Moreover, the strong correlation between its sales (revenue or turnover) and crude oil prices (average for the financial year) also suggests Ambani could be right.
Between FY02 and FY13, when crude oil prices were on an uptrend, RIL’s net sales consistently moved up, from Rs 42,100 crore in FY02 to Rs 434,500 crore in FY14.
As oil prices fell thereafter through FY16, net sales also fell -- down 37 per cent over two years to Rs 274,000 crore in FY16.
Of course, expansion of capacities and flexibility in product mix, which RIL has undertaken over these years, would have also influenced the top line.
With oil prices moving up in the past two years after multi-year lows in 2016, RIL has benefited in the form of increase in revenues.
The expanded capacities and product mix, however, ensured RIL’s net profit kept consistently moving up in the past 15-16 years, except for two occasions.
Looking at the past to see how much time RIL has taken to double revenues also suggests Ambani has done his calculations.
Between FY06 and FY14, it took three to four years.
The calculations have been made by going backwards to find the approximate period the revenues doubled from.
The FY06-14 period was when oil prices were also on an uptrend. As these started falling, post FY14, it took longer for RIL to double turnover.
Now, with industry experts projecting oil at over $100 a barrel from $75-77 currently, RIL’s revenue could benefit substantially.
Also, the multi-billion dollar capital expenditure undertaken to push up its refining and petrochemical capacities, as well as in telecom, are behind it.
The more important question is how net profit and market value will move.
Barring a few years, especially during FY12-15 when the profit trend was flat to marginal, RIL’s market value has replicated the trend in its earnings.
While oil and petrochemical prices also have an influence on profit, the correlation between profit and market value has been stronger.
Here, too, post FY10, RIL took seven to eight years to double profit.

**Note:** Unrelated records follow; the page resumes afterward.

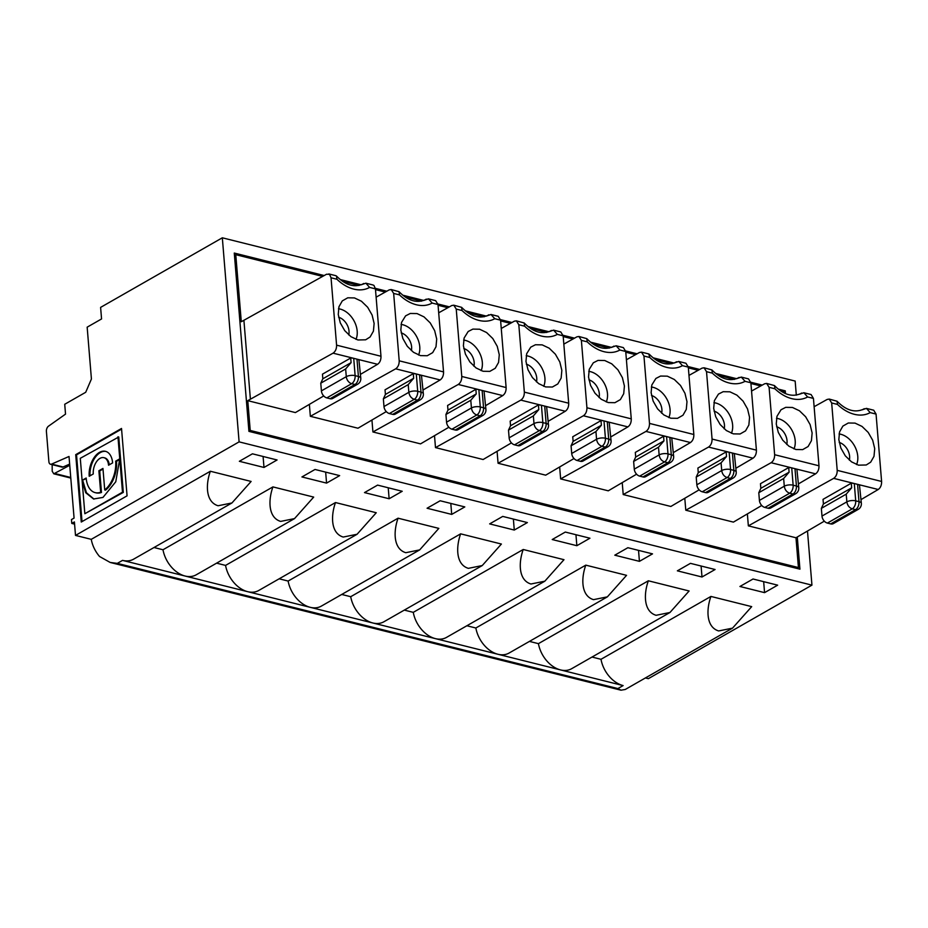 <?xml version="1.0" encoding="UTF-8"?>
<svg xmlns="http://www.w3.org/2000/svg" width="928" height="928" viewBox="0 0 928 928"><rect width="100%" height="100%" fill="white"/><g stroke="black" fill="none" stroke-linecap="round" stroke-linejoin="round"><path stroke-width="1.39" d="M814.123 406.708L827.196 399.423L829.226 399.086L831.674 402.972L837.207 470.357C837.242 473.988 836.058 476.656 833.68 478.361L854.294 483.523A6.322 2.517 175.3 0 0 851.289 483.198L851.672 487.826L846.22 494.148L821.361 508.37L823.414 503.985L851.672 487.826M861.045 499.589L878.224 489.497C880.556 487.792 881.681 485.112 881.6 481.458L876.055 414.074L873.712 410.211L866.624 408.436M874.71 448.618L874.002 456.332L870.673 462.179L866.242 464.986L858.493 465.16L851.498 461.842L845.304 455.834L840.861 448.038L838.831 439.652L839.538 431.949L842.868 426.103L848.308 422.994L855.036 423.11L862.031 426.428L868.225 432.436L872.68 440.232L874.71 448.618M829.226 399.075L837.056 401.232L837.497 404.434A37.909 26.471 60.2 0 0 870.186 412.612L866.439 408.378L862.286 409.793M824.319 521.165L795.98 537.764L748.351 525.863L747.376 513.915M821.361 508.37L821.988 516.072L846.858 501.851A6.322 2.517 -4.7 0 1 855.709 500.842A6.322 3.758 104 0 1 852.252 508.857L855.546 509.681A6.322 4.408 60.2 0 0 858.203 509.391L833.344 523.612A6.322 4.408 -119.8 0 1 830.676 523.902L855.546 509.681A6.322 3.758 -76 0 0 858.992 501.665L857.565 484.335L854.294 483.523L855.709 500.842L858.992 501.665A6.322 2.517 -4.7 0 1 861.358 503.394L859.502 485.251A6.322 2.517 175.3 0 0 857.565 484.335L878.224 489.497M751.692 606.634L732.528 628.14L718.655 630.947C706.138 627.177 706.173 609.661 710.929 596.437L751.692 606.634M807.488 531.048L811.942 585.139L239.099 441.867L75.504 535.41L91.257 539.342A26.32 18.386 60.2 0 0 99.563 556.51L110.177 562.449L117.299 563.377L617.886 688.564L623.117 685.572A26.32 18.386 -119.8 0 1 600.996 659.298L710.929 596.437M617.886 688.564L621.018 690.188L625.24 689.481L732.528 628.14M411.336 350.598A12.632 8.828 60.2 0 0 401.198 332.885M418.551 355.018A19.824 13.839 60.2 0 0 419.758 346.736A19.824 13.839 60.2 0 0 401.058 324.417M400.826 330.113L401.534 322.41L405.594 315.856L410.304 313.455L417.032 313.571L424.026 316.889L430.221 322.898L434.675 330.693L436.705 339.08L435.998 346.794L432.668 352.64L427.228 355.737L420.488 355.621L413.494 352.304L407.299 346.295L402.856 338.5L400.826 330.113M413.668 378.288L385.41 394.446L383.357 398.831L408.216 384.61L413.668 378.288L413.285 373.659A6.322 2.517 175.3 0 1 416.289 373.972L417.704 391.303L420.987 392.126A6.322 2.517 -4.7 0 1 423.354 393.855L421.498 375.712A6.322 2.517 175.3 0 0 419.549 374.796L395.676 368.822C398.054 367.117 399.237 364.449 399.202 360.818L443.549 371.908L438.004 304.523L435.661 300.66L428.62 298.897M383.357 398.831L383.983 406.534A6.322 4.408 60.2 0 0 389.389 413.54L392.672 414.364L417.53 400.142A6.322 3.758 -76 0 0 420.987 392.126L419.549 374.796L440.162 379.946C442.494 378.23 443.619 375.55 443.549 371.908M383.983 406.534L408.854 392.312A6.322 2.517 -4.7 0 1 417.704 391.303A6.322 3.758 104 0 1 414.248 399.318L417.53 400.142A6.322 4.408 60.2 0 0 420.198 399.852L395.328 414.074A6.322 4.408 -119.8 0 1 392.672 414.364M438.004 304.523L432.17 303.062L428.434 298.839L424.282 300.254M376.118 297.169L389.192 289.884L391.222 289.548L399.052 291.694L399.492 294.895A37.909 26.471 60.2 0 0 432.17 303.062M391.222 289.548L393.658 293.434L399.202 360.818M385.41 394.446L385.027 389.818L413.285 373.659M440.162 379.946L423.04 390.004M386.292 411.591L357.976 428.226L310.346 416.312L309.372 404.376M310.346 416.312L395.676 368.822M313.687 497.095L294.524 518.601L280.65 521.408C268.122 517.638 268.169 500.122 272.925 486.898L313.687 497.095M294.524 518.601L196.202 574.815A26.32 18.386 -119.8 0 1 185.113 576.033A26.32 18.386 -119.8 0 1 162.992 549.759L272.925 486.898M326.563 483.105L301.925 476.946L315.021 469.464L339.648 475.623L326.563 483.105L325.658 472.12M473.906 366.247A12.632 8.828 60.2 0 0 463.768 348.534M481.122 370.666A19.824 13.839 60.2 0 0 482.328 362.384A19.824 13.839 60.2 0 0 463.629 340.066M463.397 345.761L464.104 338.059L468.176 331.505L472.874 329.104L479.602 329.22L486.597 332.537L492.791 338.546L497.246 346.341L499.276 354.728L498.568 362.442L495.239 368.288L489.798 371.386L483.059 371.27L476.064 367.952L469.87 361.943L465.427 354.148L463.397 345.761M476.238 393.936L447.98 410.095L445.927 414.48L470.786 400.258L476.238 393.936L475.855 389.308A6.322 2.517 175.3 0 1 478.86 389.621L480.275 406.951L483.558 407.775A6.322 2.517 -4.7 0 1 485.936 409.503L484.068 391.361A6.322 2.517 175.3 0 0 482.131 390.444L458.246 384.47C460.624 382.765 461.808 380.097 461.773 376.466L506.12 387.556L500.575 320.172L498.232 316.309M445.927 414.48L446.554 422.182A6.322 4.408 60.2 0 0 451.959 429.188L455.242 430.012L480.112 415.79A6.322 3.758 -76 0 0 483.558 407.775L482.131 390.444L502.744 395.595C505.064 393.878 506.201 391.198 506.12 387.556M446.554 422.182L471.424 407.96A6.322 2.517 -4.7 0 1 480.275 406.951A6.322 3.758 104 0 1 476.818 414.967L480.112 415.79A6.322 4.408 60.2 0 0 482.769 415.5L457.91 429.722A6.322 4.408 -119.8 0 1 455.242 430.012M500.575 320.172L494.752 318.71L491.005 314.488L486.852 315.903M438.689 312.817L451.762 305.532L453.792 305.196L461.622 307.342L462.063 310.544A37.909 26.471 60.2 0 0 494.752 318.71M453.792 305.196L456.24 309.082L461.773 376.466M447.98 410.095L447.598 405.466L475.855 389.308M376.258 512.743L357.094 534.25L343.221 537.057C330.704 533.287 330.751 515.771 335.495 502.547L376.258 512.743M357.094 534.25L258.773 590.463A26.32 18.386 -119.8 0 1 247.683 591.681A26.32 18.386 -119.8 0 1 225.562 565.407L335.495 502.547M389.134 498.754L364.495 492.594L377.592 485.112L402.218 491.272L389.134 498.754L388.229 487.768M502.744 395.595L485.611 405.652M448.862 427.24L420.546 443.874L372.917 431.961L371.942 420.024M372.917 431.961L458.246 384.47M536.477 381.895A12.632 8.828 60.2 0 0 526.35 364.182M543.692 386.315A19.824 13.839 60.2 0 0 544.91 378.032A19.824 13.839 60.2 0 0 526.199 355.714M525.967 361.41L526.675 353.707L530.746 347.153L535.444 344.752L542.184 344.868L549.179 348.186L555.373 354.194L559.816 361.99L561.846 370.376L561.138 378.09L557.809 383.937L552.369 387.034L545.641 386.918L538.634 383.6L532.452 377.592L527.997 369.796L525.967 361.41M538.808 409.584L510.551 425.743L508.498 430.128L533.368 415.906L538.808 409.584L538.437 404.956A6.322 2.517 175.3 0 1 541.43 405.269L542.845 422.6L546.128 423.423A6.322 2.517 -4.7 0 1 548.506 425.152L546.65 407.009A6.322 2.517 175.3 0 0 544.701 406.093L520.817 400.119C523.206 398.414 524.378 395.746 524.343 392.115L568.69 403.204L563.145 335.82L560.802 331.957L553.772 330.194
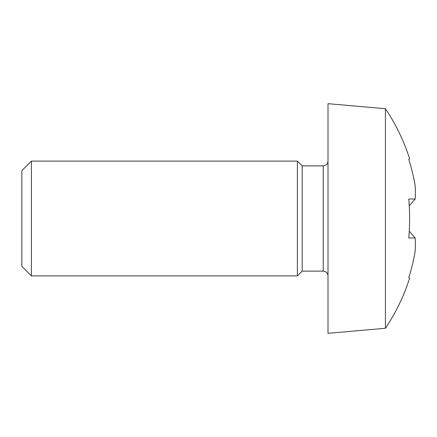 <?xml version="1.0" encoding="UTF-8"?>
<svg xmlns="http://www.w3.org/2000/svg" width="437" height="437" viewBox="0 0 437 437"><rect width="100%" height="100%" fill="white"/><g stroke="black" fill="none" stroke-linecap="round" stroke-linejoin="round"><path stroke-width="0.66" d="M408.759 159.292L409.616 158.795L408.759 159.292A195.749 195.749 0 0 1 415.15 185.621A193.198 136.612 180 0 1 415.15 199.015L409.256 205.789M415.15 199.015L408.759 199.015A192.193 166.475 90 0 1 408.759 237.985L415.15 237.985L409.256 231.211M415.15 237.985A193.198 136.612 0 0 1 415.15 251.379A195.749 195.749 0 0 1 408.759 277.708L409.616 278.205L408.759 277.708M385.412 328.285L385.412 108.715L328.007 103.689L328.007 333.311L385.412 328.285A196.716 196.716 0 0 0 409.616 278.205M328.007 161.095C327.695 164.028 326.1 165.623 323.222 165.88L323.222 271.12L302.175 271.12L302.175 165.88L297.389 161.095L31.415 161.095L31.415 275.905L21.85 266.335L21.85 170.665L31.415 161.095M302.175 271.12L297.389 275.905L297.389 161.095M409.616 158.795A196.716 196.716 0 0 0 385.412 108.715M323.222 271.12C326.1 271.377 327.695 272.972 328.007 275.905M323.222 165.88L302.175 165.88M297.389 275.905L31.415 275.905"/></g></svg>
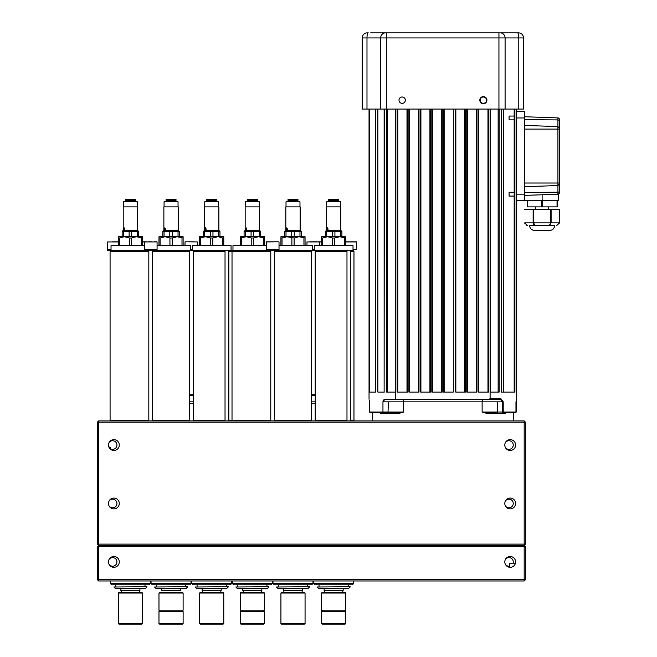 <?xml version="1.0" encoding="UTF-8"?>
<svg xmlns="http://www.w3.org/2000/svg" width="657" height="657" viewBox="0 0 657 657"><rect width="100%" height="100%" fill="white"/><g stroke="black" fill="none" stroke-linecap="round" stroke-linejoin="round"><path stroke-width="0.99" d="M110.573 449.306L110.08 447.08L108.89 447.08M112.618 507.795A4.32 4.32 0 0 1 109.119 506.013A4.32 4.32 0 0 0 116.938 503.476A4.32 4.32 0 0 0 112.618 499.156A4.32 4.32 0 0 1 116.938 503.476A4.32 4.32 0 0 1 112.618 507.795M109.119 500.938A4.32 4.32 0 0 1 112.618 499.156A4.32 4.32 0 0 0 109.119 500.938M112.618 449.363A4.32 4.32 0 0 1 110.483 448.797A4.32 4.32 0 0 0 116.938 445.044A4.32 4.32 0 0 0 112.618 440.724A4.32 4.32 0 0 1 116.938 445.044A4.32 4.32 0 0 1 112.618 449.363M109.119 442.506A4.32 4.32 0 0 1 112.618 440.724A4.32 4.32 0 0 0 109.119 442.506M508.937 507.795A4.32 4.32 0 0 1 505.438 506.013A4.32 4.32 0 0 0 513.257 503.476A4.32 4.32 0 0 0 508.937 499.156A4.32 4.32 0 0 1 513.257 503.476A4.32 4.32 0 0 1 508.937 507.795M505.438 500.938A4.32 4.32 0 0 1 508.937 499.156A4.32 4.32 0 0 0 505.438 500.938M508.937 449.363A4.32 4.32 0 0 1 505.438 447.581A4.32 4.32 0 0 0 513.257 445.044A4.32 4.32 0 0 0 508.937 440.724A4.32 4.32 0 0 1 513.257 445.044A4.32 4.32 0 0 1 508.937 449.363M505.438 442.506A4.32 4.32 0 0 1 508.937 440.724A4.32 4.32 0 0 0 505.438 442.506M113.891 439.648A5.396 5.396 0 0 0 108.487 445.044A5.396 5.396 0 0 0 113.891 450.447A5.396 5.396 0 0 0 119.287 445.044A5.396 5.396 0 0 0 113.891 439.648M113.891 498.08A5.396 5.396 0 0 0 108.487 503.476A5.396 5.396 0 0 0 113.891 508.871A5.396 5.396 0 0 0 119.287 503.476A5.396 5.396 0 0 0 113.891 498.08M510.202 439.648A5.396 5.396 0 0 0 504.806 445.044A5.396 5.396 0 0 0 510.202 450.447A5.396 5.396 0 0 0 515.605 445.044A5.396 5.396 0 0 0 510.202 439.648M510.202 498.08A5.396 5.396 0 0 0 504.806 503.476A5.396 5.396 0 0 0 510.202 508.871A5.396 5.396 0 0 0 515.605 503.476A5.396 5.396 0 0 0 510.202 498.08M524.179 545.392L525.444 544.127L524.179 544.127L524.179 422.18L98.649 422.18L98.649 544.127L524.179 544.127L524.179 545.392L98.649 545.392L524.179 545.392L525.444 546.665L525.444 579.688L524.179 580.96L98.649 580.96L98.649 579.688L524.179 579.688L524.179 545.392L525.444 546.665L98.649 546.665L98.649 545.392L97.376 544.127L97.376 422.18L98.649 422.18L98.649 420.907L524.179 420.907L524.179 422.18L525.444 422.18L524.179 420.907M98.649 420.907L97.376 422.18M98.649 580.96L97.376 579.688L97.376 546.665L98.649 545.392L98.649 544.127L97.376 544.127M525.444 422.18L525.444 544.127M513.257 561.907A4.32 4.32 0 0 1 513.06 563.18A4.32 4.32 0 0 0 505.438 559.37A4.32 4.32 0 0 1 513.257 561.907M509.569 566.178A4.32 4.32 0 0 1 505.438 564.445A4.32 4.32 0 0 0 509.569 566.178M504.806 561.907A5.396 5.396 0 0 0 510.202 567.303A5.396 5.396 0 0 0 515.605 561.907A5.396 5.396 0 0 0 510.202 556.512A5.396 5.396 0 0 0 504.806 561.907M108.487 561.907A5.396 5.396 0 0 0 113.891 567.303A5.396 5.396 0 0 0 119.287 561.907A5.396 5.396 0 0 0 113.891 556.512A5.396 5.396 0 0 0 108.487 561.907M509.569 567.27L509.569 563.18L515.449 563.18M116.938 561.907A4.32 4.32 0 0 1 109.119 564.445A4.32 4.32 0 0 0 116.938 561.907A4.32 4.32 0 0 0 109.119 559.37A4.32 4.32 0 0 1 116.938 561.907M97.376 546.665L98.649 546.665L98.649 579.688L97.376 579.688M524.179 580.96L524.179 579.688L525.444 579.688M141.83 624.15L142.47 623.518L141.83 624.15L118.966 624.15L118.334 623.518L142.47 623.518L142.47 593.033L118.334 593.033L118.334 623.518L118.966 624.15M118.334 593.033L118.966 592.392L141.83 592.392L142.47 593.033L141.83 592.392M120.872 588.582L120.872 590.487L139.925 590.487L139.925 588.582M223.766 623.518L223.125 624.15L200.262 624.15L199.629 623.518L223.766 623.518L223.766 593.033L199.629 593.033L199.629 623.518M199.629 593.033L200.262 592.392L223.125 592.392L223.766 593.033M202.167 588.582L202.167 590.487L221.22 590.487L221.22 588.582M305.062 623.518L304.421 624.15L281.557 624.15L280.925 623.518L305.062 623.518L305.062 593.033L280.925 593.033L280.925 623.518M280.925 593.033L281.557 592.392L304.421 592.392L305.062 593.033M283.463 588.582L283.463 590.487L302.516 590.487L302.516 588.582M158.978 593.033L159.618 592.392L182.482 592.392L183.114 593.033L158.978 593.033L158.978 610.181L183.114 610.181L183.114 593.033M183.114 623.518L182.482 624.15L159.618 624.15L158.978 623.518L183.114 623.518L183.114 611.445L158.978 611.445L158.978 623.518M161.523 588.582L161.523 590.487L180.576 590.487L180.576 588.582M240.281 593.033L240.914 592.392L263.777 592.392L264.41 593.033L240.281 593.033L240.281 610.181L264.41 610.181L264.41 593.033M264.41 623.518L263.777 624.15L240.914 624.15L240.281 623.518L264.41 623.518L264.41 611.445L240.281 611.445L240.281 623.518M242.819 588.582L242.819 590.487L261.872 590.487L261.872 588.582M322.209 592.392L321.577 593.033L322.209 592.392L345.073 592.392L345.705 593.033L321.577 593.033L321.577 623.518L345.705 623.518L345.705 611.445L321.577 611.445M345.073 592.392L345.705 593.033L345.705 610.181L321.577 610.181M345.705 623.518L345.073 624.15L322.209 624.15L321.577 623.518M324.115 588.582L324.115 590.487L343.168 590.487L343.168 588.582M402.166 103.346A3.178 3.178 0 0 1 398.996 100.176A3.178 3.178 0 0 1 402.166 96.998A3.178 3.178 0 0 1 405.344 100.176A3.178 3.178 0 0 1 402.166 103.346M483.371 103.732A3.556 3.556 0 0 1 479.815 100.176A3.556 3.556 0 0 1 483.371 96.62A3.556 3.556 0 0 1 486.927 100.176A3.556 3.556 0 0 1 483.371 103.732M483.371 103.346A3.178 3.178 0 0 1 480.193 100.176A3.178 3.178 0 0 1 483.371 96.998A3.178 3.178 0 0 1 486.55 100.176A3.178 3.178 0 0 1 483.371 103.346M517.018 32.85L514.612 32.85M501.316 32.85L518.463 32.85A5.084 5.084 0 0 1 523.539 37.934L523.539 109.062L518.775 109.062L518.775 37.934A5.084 1.273 -90 0 0 517.511 32.85M500.174 32.85L498.942 32.85L500.174 32.85A5.084 4.919 90 0 1 505.093 37.934L523.539 37.934M370.679 32.85L498.942 32.85L498.942 37.934L505.093 37.934L505.093 109.062L518.775 109.062M386.817 32.85L385.593 32.85A5.084 4.919 -90 0 0 380.666 37.934L386.817 37.934L386.817 32.85M505.093 109.062L498.942 109.062L498.942 37.934L386.817 37.934L386.817 109.062L380.666 109.062L380.666 37.934L366.984 37.934L366.984 109.062L380.666 109.062M366.984 109.062L362.221 109.062L362.221 37.934L366.984 37.934A5.084 1.273 90 0 1 368.257 32.85L367.304 32.85A5.084 5.084 0 0 0 362.221 37.934M385.454 32.85L383.039 32.85M386.817 109.062L498.942 109.062M524.335 121.512L524.335 114.4M514.176 116.051L509.093 116.051L509.093 119.861L514.176 119.861M372.379 420.907L372.379 412.653M379.163 412.653L380.666 413.286L379.163 412.653M401.755 412.785L403.644 412.021L399.423 413.286L380.666 413.286M513.38 420.907L513.38 412.653L515.433 412.653A0.632 0.526 -90 0 0 515.967 412.021L515.967 401.854L516.714 399.251L516.279 412.021L515.433 412.653L502.777 412.653A0.632 0.435 -90 0 0 503.221 412.021L515.967 412.021M497.357 401.854L497.768 412.653L486.73 412.653L482.123 412.021L502.375 412.021L502.375 401.854L482.123 401.854A2.538 1.413 -90 0 1 483.536 399.316L490.106 399.316M483.536 399.316A2.538 1.413 90 0 0 482.123 401.854L382.957 401.854L382.957 412.021L403.644 412.021L399.037 412.653L388 412.653L388.41 401.854M375.558 109.062L375.558 392.073L375.705 109.062M514.176 192.263L509.093 192.263L509.093 196.073L514.176 196.073M516.714 200.525L516.714 392.073L516.714 109.062L516.714 111.608L524.335 111.608L524.335 200.525L516.714 200.525L516.714 194.168L524.335 194.168L524.335 190.612M557.924 194.226A1.528 1.528 0 0 0 559.394 192.698L559.394 183.024L559.394 191.869L557.924 192.205L557.924 194.226L524.335 195.392L542.124 194.776L542.124 200.525L557.046 200.525L557.046 206.873L542.444 206.873L542.444 200.525M559.394 119.426A1.528 1.528 0 0 0 557.924 117.907L524.335 116.732L557.924 117.907L557.924 119.919L559.394 120.256L559.394 119.426M524.335 119.664L557.924 119.919L557.924 129.1L524.335 129.1L524.335 125.43L557.924 126.579L559.394 128.058L559.394 183.024L559.394 120.256M559.394 192.879L558.639 194.201L558.639 200.525L557.366 200.525L557.366 206.873L557.046 200.525M377.841 109.062L377.841 392.073L384.345 392.073L377.841 392.073L384.131 392.073L384.131 109.062M386.587 109.062L386.587 392.073L395.539 392.073L395.539 109.062M369.119 109.062L369.119 392.073L375.705 392.073L369.119 392.073L369.653 392.073L369.653 109.062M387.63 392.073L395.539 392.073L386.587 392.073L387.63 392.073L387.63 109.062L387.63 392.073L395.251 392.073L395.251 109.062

Now, with its telecom investment of over Rs 2.5 trillion is providing new revenue streams, significant profit is not far behind. In a July 6 report after RIL’s AGM, Kotak Institutional Equities has estimated the telecom business’ net profit would grow from Rs 700 crore in FY18 to Rs 12,100 crore in FY21 and Rs 28,400 crore in FY25 (almost 80 per cent of consolidated profits of Rs 36,000 crore for FY18).
The other significant consumer business of retailing is also growing at a healthy pace.
In a report last month, Morgan Stanley estimated RIL’s consolidated net profit to grow from Rs 36,100 crore to Rs 62,300 crore by FY21.
Given the surge in telecom profit, especially after FY21, the consolidated figure should be much higher by FY25.
At the AGM, Ambani said the consumer businesses -- Jio and Retail -- represented 13 per cent of the consolidated operating earnings, up from a mere two per cent last year (FY17).
And, this increase is taking place at a time when the hydrocarbon businesses are growing rapidly.
“I can tell you with confidence that Reliance has reached an inflection point. As the Golden Decade rolls on (RIL approaches its 50th year after its initial public offer), our consumer businesses will contribute nearly as much to the overall earnings of the company as our energy and petrochemical businesses,” he added.
In the coming decade, RIL is also looking to convert oil into more of value-added chemicals. All these should lend more stability and predictability to profits. Clearly, reasons for shareholders to feel excited.
In the shorter term, however, as benchmark Singapore refining margins are under pressure, analysts expect consolidated profit to be flat to marginally higher, on a sequential basis, in the first two quarters of FY19.
How fast the telecom venture rolls out further will also have a strong influence on the stock price.
Photograph: PTI Photo.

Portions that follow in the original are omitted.